Harriet James @harriet86jim
While Christmas is celebrated in Christian circles, pagans, too celebrate it in their own way by being with family and friends, partying and taking time off from work.
With the season come many dos and don’ts that should be remembered.
“In many communities, ceremonies and celebration events are collective socially intimate and boisterous.
It’s a time to meet relatives, friends, age mates either upcountry or in their homes.
So one taboo is being selfish or mean or keeping to yourself,” says Dr Justus Aungo.
He adds that the pandemic might result in isolation and social distancing as the new norm, but advises those going upcountry to beware of the fact that most rural folks might not understand why urbanites are social distancing or isolating themselves, hence the need to explain the situation.
“There is a likelihood of the distance between the elderly, especially in rural areas and their younger urbanite family members.
To a large extent the former may not fully comprehend why they cannot freely mingle with their children who they haven’t seen for a while,” he says.
And while it is a time when families get together, it is also a time when scores are settled and families fall back to fights.
In such instances, it is taboo for younger people to fight with the older family members as it shows disrespect in the African culture.
“It is important to note the difference between toxic confrontations and annoying arguments.
It is toxic if the person’s intention is to hurt you, undermine your confidence or just cut the core of who you are.
Sometimes a family member might just be hurting and you ought to understand and walk away from such arguments,” he notes
Before heading over for a family reunion, ask yourself whether you have a ready plan in case you encounter such uncomfortable situations.
Normalise having healthy interactions with other family members because if one member acts differently, the rest will follow suit and behave better.
“If drinking too much is what makes you erupt, consider avoiding it during the reunion.
Know your boundaries and having an out if you need to cool off.
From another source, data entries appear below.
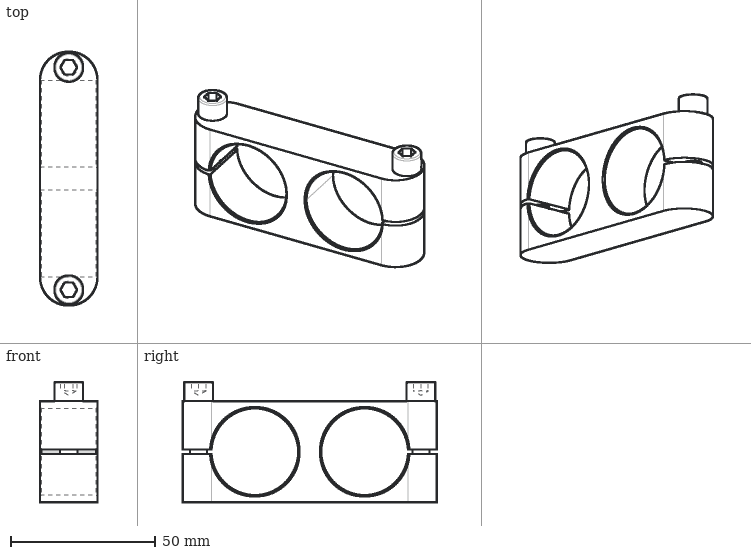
import cadquery as cq
import math

length = 88.0
width = 20.0
body_height = 35.0
mid_height = body_height / 2

bore_diameter = 30.0
bore_spacing = 38.0
bore_chamfer = 0.5
clamp_gap = 1.5

screw_spacing = 77.0
shank_diameter = 6.0
head_diameter = 10.0
head_height = 6.7
head_rounding = 0.5
socket_across_flats = 5.0
socket_depth = 3.0
socket_tip_angle = 120.0


def make_body():
    """Upright bar with fully rounded ends."""
    return cq.Workplane("XY").slot2D(length, width, 90).extrude(body_height)


def make_bore(y):
    """Cutter for a bore along X, flared by the chamfer at both faces."""
    bore_radius = bore_diameter / 2
    mouth_radius = bore_radius + bore_chamfer
    half_width = width / 2
    return (
        cq.Workplane("XY")
        .moveTo(-half_width, 0)
        .lineTo(-half_width, mouth_radius)
        .lineTo(-half_width + bore_chamfer, bore_radius)
        .lineTo(half_width - bore_chamfer, bore_radius)
        .lineTo(half_width, mouth_radius)
        .lineTo(half_width, 0)
        .close()
        .revolve(360, (0, 0, 0), (1, 0, 0))
        .translate((0, y, mid_height))
    )


def make_gap(side):
    """Cutter for the slit from a bore centre out through the body end."""
    inner_y = bore_spacing / 2
    gap_length = length / 2 - inner_y
    return (
        cq.Workplane("XY")
        .box(width, gap_length, clamp_gap)
        .translate((0, side * (inner_y + gap_length / 2), mid_height))
    )


def make_socket():
    """Hexagonal socket cutter with a conical bottom, its mouth at Z = 0."""
    corner_diameter = socket_across_flats / math.cos(math.radians(30))
    corner_radius = corner_diameter / 2
    tip_depth = corner_radius / math.tan(math.radians(socket_tip_angle / 2))
    total_depth = socket_depth + tip_depth
    hexagon = cq.Workplane("XY").polygon(6, corner_diameter).extrude(-total_depth)
    pointed_envelope = (
        cq.Workplane("XZ")
        .lineTo(corner_radius, 0)
        .lineTo(corner_radius, -socket_depth)
        .lineTo(0, -total_depth)
        .close()
        .revolve(360, (0, 0, 0), (0, 1, 0))
    )
    return hexagon.intersect(pointed_envelope)


def make_screw(y):
    """Screw head on the top face, with its shank reaching below the slit."""
    head = (
        cq.Workplane("XY")
        .circle(head_diameter / 2)
        .extrude(head_height)
        .faces(">Z")
        .edges()
        .fillet(head_rounding)
        .cut(make_socket().translate((0, 0, head_height)))
    )
    shank_length = mid_height + clamp_gap
    shank = cq.Workplane("XY").circle(shank_diameter / 2).extrude(-shank_length)
    return head.union(shank).translate((0, y, body_height))


result = make_body()
for side in (-1, 1):
    result = result.cut(make_bore(side * bore_spacing / 2))
    result = result.cut(make_gap(side))
for side in (-1, 1):
    result = result.union(make_screw(side * screw_spacing / 2))

Take a walk or watch TV if it gets too much.
The only person you need to control is you and how you react in such situations,” he adds.
Dr Aungo also notes that it is taboo to show off during such parties, especially when people present cannot afford basic needs.
Most African folk tales have stories of rich people who behaved in such an arrogant way and ended up being swallowed by the earth when gods were angered by their behaviour.
For instance, the Luos who live around Kendu Bay believe that the lake Simbi Nyaima was formed when a rich man failed to give an old woman food to eat and she cursed the household.
That night, there were heavy rains which drowned the arrogant man together with his family.
“Christmas is all about giving and sharing what you have with others. When you head to the villages or are having parties, avoid as much as you can conversations that will make others feel bad or look like you are rubbing your wealth on their face,” he explains.
If you will be preparing meals at home and entertaining guests from different cultures, mind their taboo foods.
For instance, if you are entertaining Chinese guests and you are using chopsticks in your meals, mind your manners and after finishing your meal, don’t leave it sticking in left over rice.
This, according to them, might bring a curse to the owner of the house, or a restaurant should you be eating out.
If you are hosting Indians note that preparing beef is prohibited and avoid pork products for your Muslim friends.
If you are hosting guests who are staunch Christians, you might avoid alcohol and offensive music. Also note that Seventh-day Adventists avoid caffeinated drinks.
One of the biggest stress and taboo topic over the holidays is money particularly when it comes to buying gifts or even spending.
Cathryn Mbugua, a financial consultant, advises people to continue taking stock of the lessons of the year and think before they make any purchase or overspend.
“2020 has taught us we can do a lot with a little, an example during the lock down many had to prepare meals at home, rather than go out.
Our monthly food budget reduced and we learnt to take stock of various revenue streams in our lives versus expenses.
It made us think outside our comfort zones; people started discussing money in families which has been a taboo for a long time,” she says.
She adds, “You don’t have to go out, prepare a feast at home with items you all enjoy together, foster the relationship.
Teach your children to make gifts for each other, not necessarily buying them, using skills learned during this long holiday period.
Start the New Year with a family budget discussed and planned together on the goals you want to achieve at the end of the year.”